Lastly, a 4-point Likert scale was used in this survey. This scale excludes a neutral midpoint and may force a respondent into expressing agreement or disagreement when they may have no clear opinion which may distort survey results.

Conclusion

COVID-19 has driven exponential growth in awareness and utilization of telehealth. This case study demonstrates the rapid upscale of e-Consult services at a large academic hospital system during the COVID-19 pandemic and provides insight into provider expectations for integrating digital technology into routine practice. Important themes surrounding e-Consults emerged from this project. The perceived benefits and barriers of e-Consults reported here may be beneficial to other health systems seeking to adopt this modality of telemedicine.

Author Biographies

Nitin Bhanot is the division director for Infectious Disease (ID) at Allegheny Health Network and the program director of the ID fellowship program at AHN. Additionally, he has a master's degree in public health from SUNY Downstate school of public health, Brooklyn, NY and a master's degree in medical management from Carnegie Mellon University’s Heinz College in Pittsburgh, PA. He serves on committees in national organizations such as the American Board of Internal Medicine and Accreditation Council for Graduate Medical Education.

George Dimitriou is the medical director of Inpatient Informatics and the IT Officer at Allegheny Health Network. He has lead the implementation of a fully integrated electronic health record at AHN as it relates to user on-boarding, training, and optimization with a primary focus on provider workflow.

Lori McAninch is the director of Informatics and Operational Excellence for the Medicine Institute at Allegheny Health Network. She received her bachelor’s degree in Nursing, master’s degree in Business Administration and Health Management Systems from Duquesne University in Pittsburgh, PA. Her current role is focused on technical solutions to support clinical operations and enhancements within the electronic medical records, and key clinical and operational metrics supporting quality improvement.

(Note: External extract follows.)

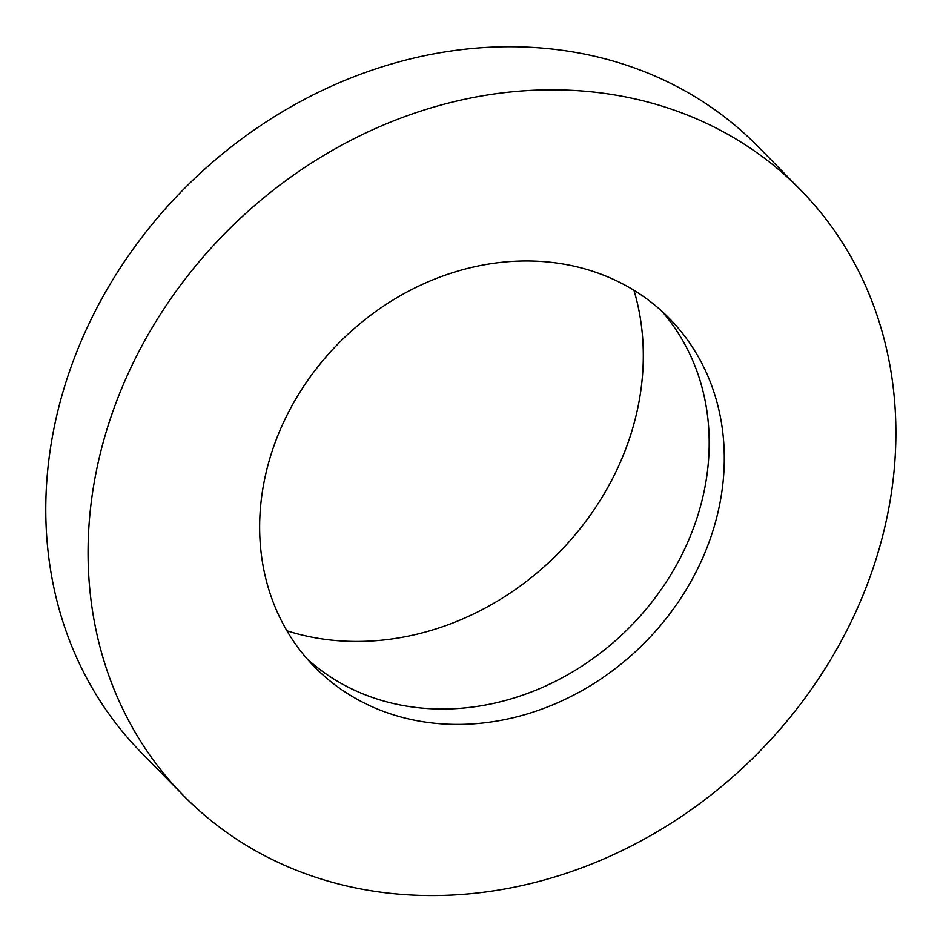 <?xml version="1.0" encoding="UTF-8"?>
<svg xmlns="http://www.w3.org/2000/svg" width="943" height="943" viewBox="0 0 943 943"><rect width="100%" height="100%" fill="white"/><g stroke="black" fill="none" stroke-linecap="round" stroke-linejoin="round"><path stroke-width="1.41" d="M855.525 612.443A432.33 372.202 -44.5 0 1 183.355 795.456A432.33 372.202 -44.5 0 1 231.306 227.004A432.33 372.202 -44.5 0 1 800.572 189.92A432.33 372.202 -44.5 0 1 855.525 612.443M183.355 795.456L141.073 752.361A432.33 372.202 -44.5 0 1 189.024 183.897A432.33 372.202 -44.5 0 1 758.29 146.825L800.572 189.92M701.073 561.568A248.657 214.073 -44.5 0 1 314.467 666.831A248.657 214.073 -44.5 0 1 342.038 339.869A248.657 214.073 -44.5 0 1 669.459 318.545A248.657 214.073 -44.5 0 1 701.073 561.568M661.691 311.072A248.657 214.073 -44.5 0 1 685.974 546.174A248.657 214.073 -44.5 0 1 307.135 658.909M633.955 290.303A267.022 229.892 -44.5 0 1 618.36 466.608A267.022 229.892 -44.5 0 1 286.896 630.784"/></g></svg>

Caitlan Rossi is a medical writer at the Allegheny Health Network (AHN) Medicine Institute. She specializes in manuscript conception, writing and editing.

Diane Thompson has close to 30 years of experience as a bio-statistician. Her work has helped researchers publish their findings in peer-reviewed journals as well as prepare abstracts for poster presentations at major clinical conferences.

Susan Manzi is the chair of Allegheny Health Network Medicine Institute and director of its Lupus Center of Excellence. She is recognized nationally and internationally as a leader in lupus patient care and research, and a pioneer in scientific investigation of cardiovascular disease in patients with lupus. She is also the Chair of the Lupus Foundation of America Board of Directors and serves as the Foundation’s Acting Medical Director.

Footnotes

Declaration of Conflicting Interests: The author(s) declared no potential conflicts of interest with respect to the research, authorship, and/or publication of this article.

Funding: The author(s) received no financial support for the research, authorship, and/or publication of this article.